___ Data listing
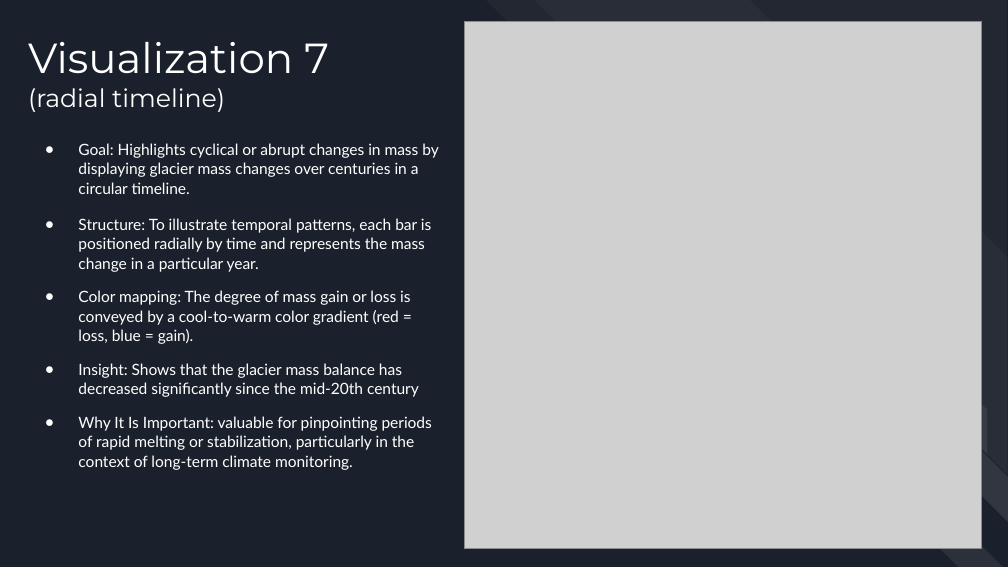
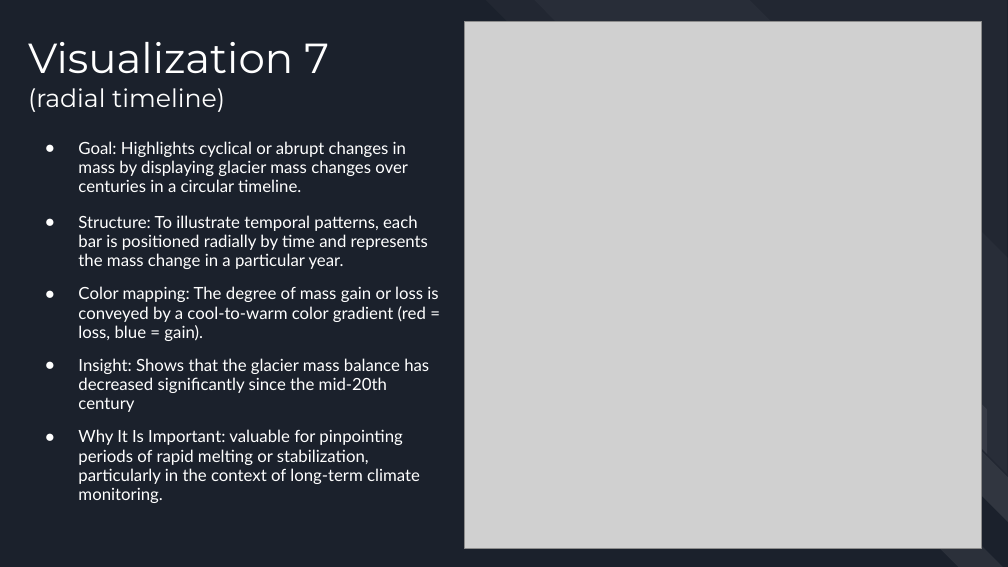
Before and after one commit to VodkaNoodles/CS445-GROUP8, a slide deck: slide 9 of CS445 SLIDES.pptx. Drawn at 1008x567 pixels with LibreOffice and Linux fonts; fonts in the diff are those of the drawing; grey boxes stand for pictures. Boxes give left, top, right and bottom in pixels: in the first picture for what was removed or moved away, otherwise in the second. Text is boxed around its words. In the diff, an @@ line names an element or a change of style, - is before the commit and + after.

```diff
--- a/CS445 SLIDES.pptx
+++ b/CS445 SLIDES.pptx
@@ text "Goal: Highlights cyclical or abrupt ..." at [78, 141, 438, 503]: size 11.1 to 12 pt; line spacing 1.05 to 0.95 @@
```
Also in this commit, not shown: 4 other slides changed, 4 slides added, 4 slides removed, 3 other files.
______
**About this task:** Read through the entries above, and wherever a line holds the string "commit", copy it.

**Result below:**
Before and after one commit to VodkaNoodles/CS445-GROUP8, a slide deck: slide 9 of CS445 SLIDES.pptx. Drawn at 1008x567 pixels with LibreOffice and Linux fonts; fonts in the diff are those of the drawing; grey boxes stand for pictures. Boxes give left, top, right and bottom in pixels: in the first picture for what was removed or moved away, otherwise in the second. Text is boxed around its words. In the diff, an @@ line names an element or a change of style, - is before the commit and + after.
Also in this commit, not shown: 4 other slides changed, 4 slides added, 4 slides removed, 3 other files.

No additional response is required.